• _Exercise aim_:
The records below are to be output exactly, except for their pictures.
# # # # #
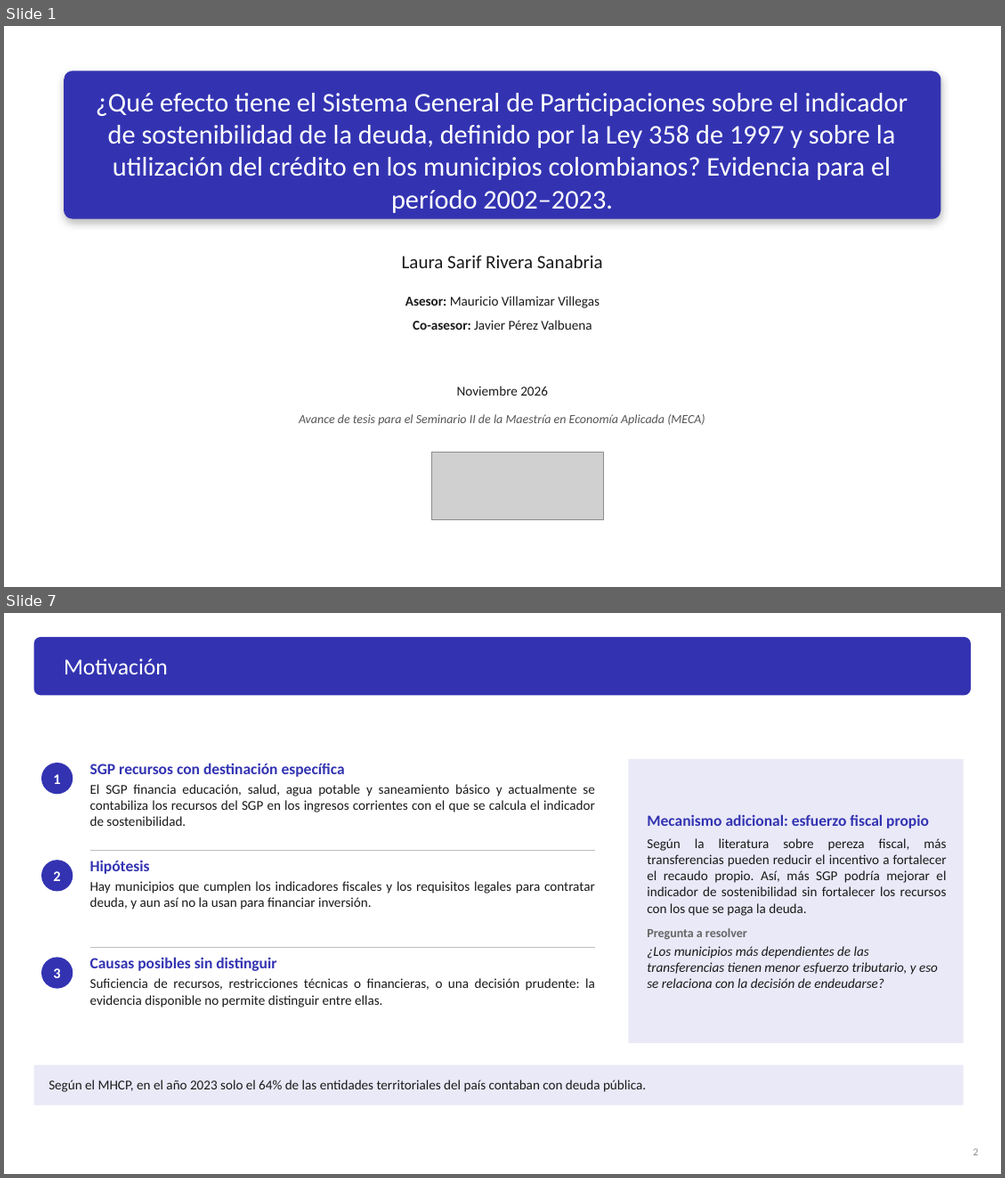
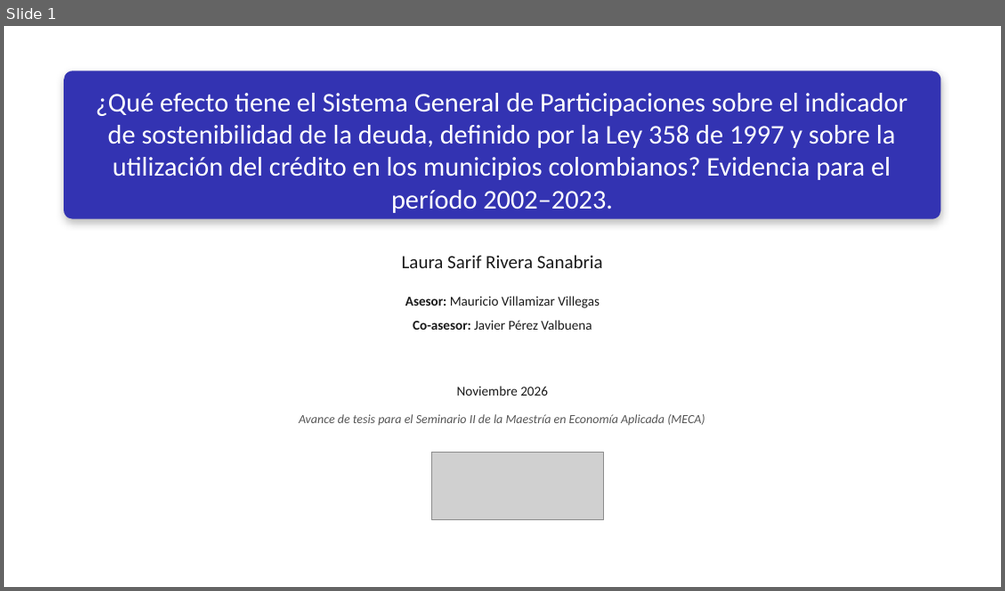
Before and after one commit to Laurarivera34/TESIS_MECA, a slide deck: docs/slides/asesores/Presentación_LauraRivera.pptx. Shown one above the other, each under a label of ours: slides 1 and 7 before the commit, slide 1 after it; the slides between them are not shown. The pictures are 1005x1178 and 1005x591 pixels, drawn with LibreOffice and Linux fonts; fonts in the diff are those of the drawing; grey boxes stand for pictures. Boxes give left, top, right and bottom in pixels: in the first picture for what was removed or moved away, otherwise in the second. Text is boxed around its words. In the diff, an @@ line names an element or a change of style, - is before the commit and + after.

```diff
--- a/docs/slides/asesores/Presentación_LauraRivera.pptx
+++ b/docs/slides/asesores/Presentación_LauraRivera.pptx
@@ slide 7 removed at bbox=[4, 613, 1001, 1174], background #FFFFFF @@
@@ rounded rectangle removed at bbox=[34, 637, 971, 695] @@
@@ text removed at bbox=[64, 658, 168, 674] @@
-Motivación
@@ ellipse removed at bbox=[41, 763, 73, 794] @@
-1
@@ text removed at bbox=[90, 763, 595, 826] @@
-SGP recursos con destinación específica
-El SGP financia educación, salud, agua potable y saneamiento básico y actualmente se contabiliza los recursos del SGP en los ingresos corrientes con el que se calcula el indicador de sostenibilidad.
@@ rectangle removed at bbox=[629, 759, 963, 1043] @@
@@ text removed at bbox=[647, 814, 947, 988] @@
-Mecanismo adicional: esfuerzo fiscal propio
-Según la literatura sobre pereza fiscal, más transferencias pueden reducir el incentivo a fortalecer el recaudo propio. Así, más SGP podría mejorar el indicador de sostenibilidad sin fortalecer los recursos con los que se paga la deuda.
-Pregunta a resolver
-¿Los municipios más dependientes de las transferencias tienen menor esfuerzo tributario, y eso se relaciona con la decisión de endeudarse?
@@ line removed from (90, 850) to (595, 850) @@
@@ ellipse removed at bbox=[41, 860, 73, 892] @@
-2
@@ text removed at bbox=[90, 860, 595, 909] @@
-Hipótesis
-Hay municipios que cumplen los indicadores fiscales y los requisitos legales para contratar deuda, y aun así no la usan para financiar inversión.
@@ ellipse removed at bbox=[41, 957, 73, 989] @@
-3
@@ line removed from (90, 948) to (595, 948) @@
@@ text removed at bbox=[90, 957, 595, 1007] @@
-Causas posibles sin distinguir
-Suficiencia de recursos, restricciones técnicas o financieras, o una decisión prudente: la evidencia disponible no permite distinguir entre ellas.
@@ rectangle removed at bbox=[34, 1064, 963, 1105] @@
@@ text removed at bbox=[48, 1079, 646, 1092] @@
-Según el MHCP, en el año 2023 solo el 64% de las entidades territoriales del país contaban con deuda pública.
@@ text removed at bbox=[973, 1148, 979, 1155] @@
-2
```
Also in this commit, not shown: 12 slides changed, 17 slides added, 16 other slides removed, 7 other files.
# # # # #
• _Expected output_:
Before and after one commit to Laurarivera34/TESIS_MECA, a slide deck: docs/slides/asesores/Presentación_LauraRivera.pptx. Shown one above the other, each under a label of ours: slides 1 and 7 before the commit, slide 1 after it; the slides between them are not shown. The pictures are 1005x1178 and 1005x591 pixels, drawn with LibreOffice and Linux fonts; fonts in the diff are those of the drawing; grey boxes stand for pictures. Boxes give left, top, right and bottom in pixels: in the first picture for what was removed or moved away, otherwise in the second. Text is boxed around its words. In the diff, an @@ line names an element or a change of style, - is before the commit and + after.

```diff
--- a/docs/slides/asesores/Presentación_LauraRivera.pptx
+++ b/docs/slides/asesores/Presentación_LauraRivera.pptx
@@ slide 7 removed at bbox=[4, 613, 1001, 1174], background #FFFFFF @@
@@ rounded rectangle removed at bbox=[34, 637, 971, 695] @@
@@ text removed at bbox=[64, 658, 168, 674] @@
-Motivación
@@ ellipse removed at bbox=[41, 763, 73, 794] @@
-1
@@ text removed at bbox=[90, 763, 595, 826] @@
-SGP recursos con destinación específica
-El SGP financia educación, salud, agua potable y saneamiento básico y actualmente se contabiliza los recursos del SGP en los ingresos corrientes con el que se calcula el indicador de sostenibilidad.
@@ rectangle removed at bbox=[629, 759, 963, 1043] @@
@@ text removed at bbox=[647, 814, 947, 988] @@
-Mecanismo adicional: esfuerzo fiscal propio
-Según la literatura sobre pereza fiscal, más transferencias pueden reducir el incentivo a fortalecer el recaudo propio. Así, más SGP podría mejorar el indicador de sostenibilidad sin fortalecer los recursos con los que se paga la deuda.
-Pregunta a resolver
-¿Los municipios más dependientes de las transferencias tienen menor esfuerzo tributario, y eso se relaciona con la decisión de endeudarse?
@@ line removed from (90, 850) to (595, 850) @@
@@ ellipse removed at bbox=[41, 860, 73, 892] @@
-2
@@ text removed at bbox=[90, 860, 595, 909] @@
-Hipótesis
-Hay municipios que cumplen los indicadores fiscales y los requisitos legales para contratar deuda, y aun así no la usan para financiar inversión.
@@ ellipse removed at bbox=[41, 957, 73, 989] @@
-3
@@ line removed from (90, 948) to (595, 948) @@
@@ text removed at bbox=[90, 957, 595, 1007] @@
-Causas posibles sin distinguir
-Suficiencia de recursos, restricciones técnicas o financieras, o una decisión prudente: la evidencia disponible no permite distinguir entre ellas.
@@ rectangle removed at bbox=[34, 1064, 963, 1105] @@
@@ text removed at bbox=[48, 1079, 646, 1092] @@
-Según el MHCP, en el año 2023 solo el 64% de las entidades territoriales del país contaban con deuda pública.
@@ text removed at bbox=[973, 1148, 979, 1155] @@
-2
```
Also in this commit, not shown: 12 slides changed, 17 slides added, 16 other slides removed, 7 other files.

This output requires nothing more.